Há exatos dois meses atrás no dia 25 de Agosto eu acordava com o sol nascendo  na janela do ônibus, deixando para trás a noite e iluminando a distinta vegetação do Chaco na poeira da estrada de terra, chegando em Bermejo, última cidade da Bolívia 200 KM antes da fronteira com o Paraguai. Passei o dia cruzando o Paraguai de uma ponta a quase outra, espantado, abismado com tudo que via, um país desertico em termos de população, com uma região norte, como a região norte do Brasil, Argentina e Bolívia muito pobre e abandonado, um Chaco encantador de arvores barrigudas que davam algodão silvestre nas suas pontas que coloriam de branco o Chaco escuro de céu azul, repleto de árvores e galhos secos e contorcidos, trocando muitas idéias com o amigo caminhante brasileiro que eu acabara de conhecer na fronteira e que viaja ha 7 anos, vendo o Paraguai se revelar prus olhos e prus sentidos.
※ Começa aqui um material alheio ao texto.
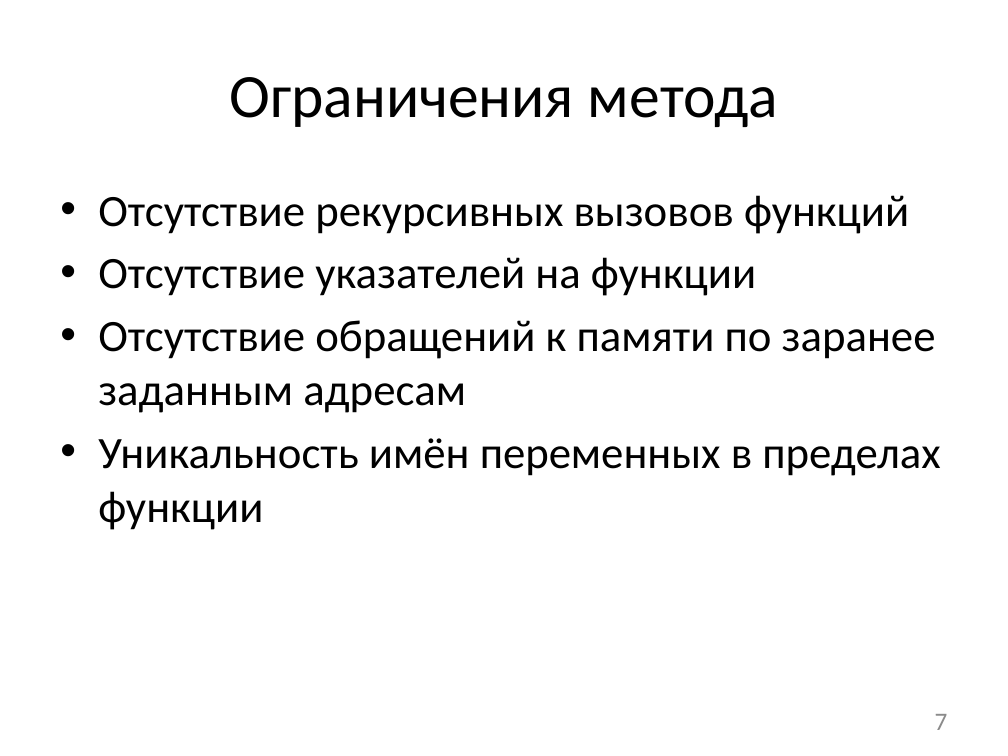
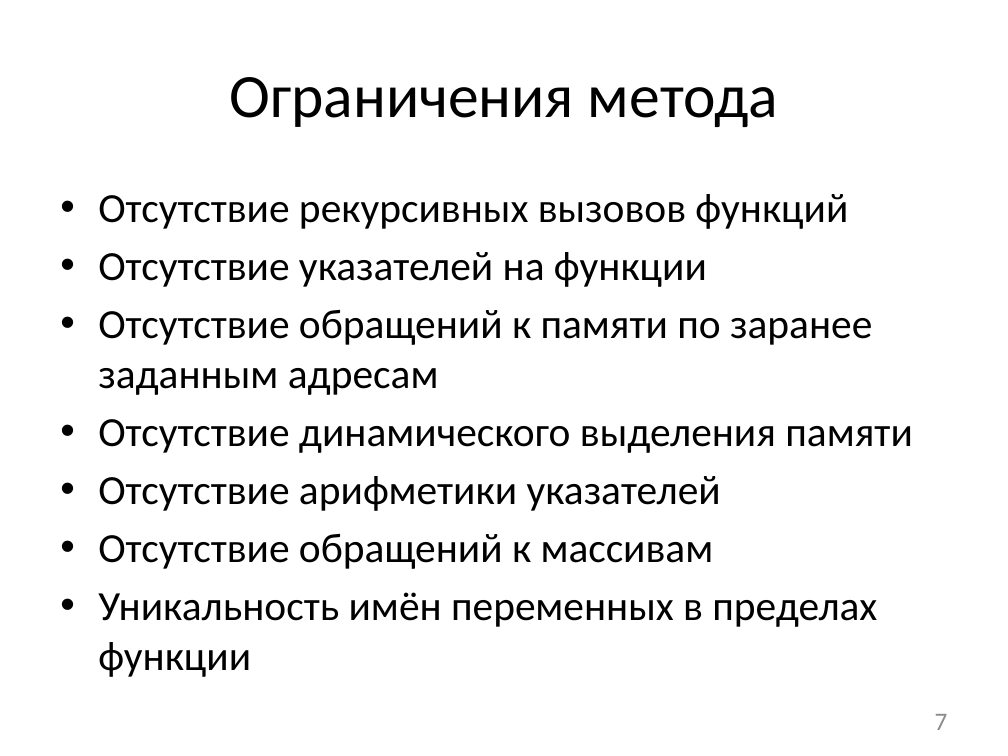
Before and after one commit to afrolovskiy/diplom, a slide deck: slide 7 of presentations/diplom/static race detection.pptx. Drawn at 1008x756 pixels with LibreOffice and Linux fonts; fonts in the diff are those of the drawing. Boxes give left, top, right and bottom in pixels: in the first picture for what was removed or moved away, otherwise in the second. Text is boxed around its words. In the diff, an @@ line names an element or a change of style, - is before the commit and + after.

```diff
--- a/presentations/diplom/static race detection.pptx
+++ b/presentations/diplom/static race detection.pptx
@@ text at bbox=[98, 194, 877, 677]: size 32 to 29.6 pt in "Отсутствие рекурсивных вызовов функций", "Отсутствие указателей на функции", "Отсутствие обращений к памяти по заранее заданным ...", "Уникальность имён переменных в пределах функции" @@
@@ text at bbox=[98, 419, 913, 569]: paragraphs added @@
+• Отсутствие динамического выделения памяти
+• Отсутствие арифметики указателей
+• Отсутствие обращений к массивам
```
Also in this commit, not shown: 6 other slides changed, 3 slides added, 2 slides removed, 23 other files.

Chegava às 23:00 horas em Assunção, com 25 anos, 25 horas de viagem sentado na poltrona de número 25 no dia 25! 

Havia começado minha viagem uma semana atrás saíndo de Brasília, o Paraguai foi uma experiência muito intensa por tudo que vivi com sua gente, sua cultura, sua resistência e pelos Sonhos, como o que tive 2 semanas antes de começar a viagem; estava eu no sonho, de frente para o Rio Doce, com as aguas negras como a noite, na margem do lado da ilha dos araújos, bairro aqui da minha Governador Valadares onde cresci meus primeiros tempos de vida, eu tinha que atravessar o Rio, era a noite e a balsa tinha acabado de sair, eu olhei pra outra margem que era o outro país que tinha que chegar e me joguei na água, balancei no redemunho da água noturna, meu grande amigo irmão Victor pernambucano que faz letras espanhol também lá na unb, que viajamos eu, ele e meu outro grande amigo Fábio, de La Paz na Bolívia até Belém do Pará em Janeiro desse ano, cortando a gigantesca amazônia, Vitão me jogou um salva vidas! Eis que cheguei ao outro lado, estava no Paraguai. 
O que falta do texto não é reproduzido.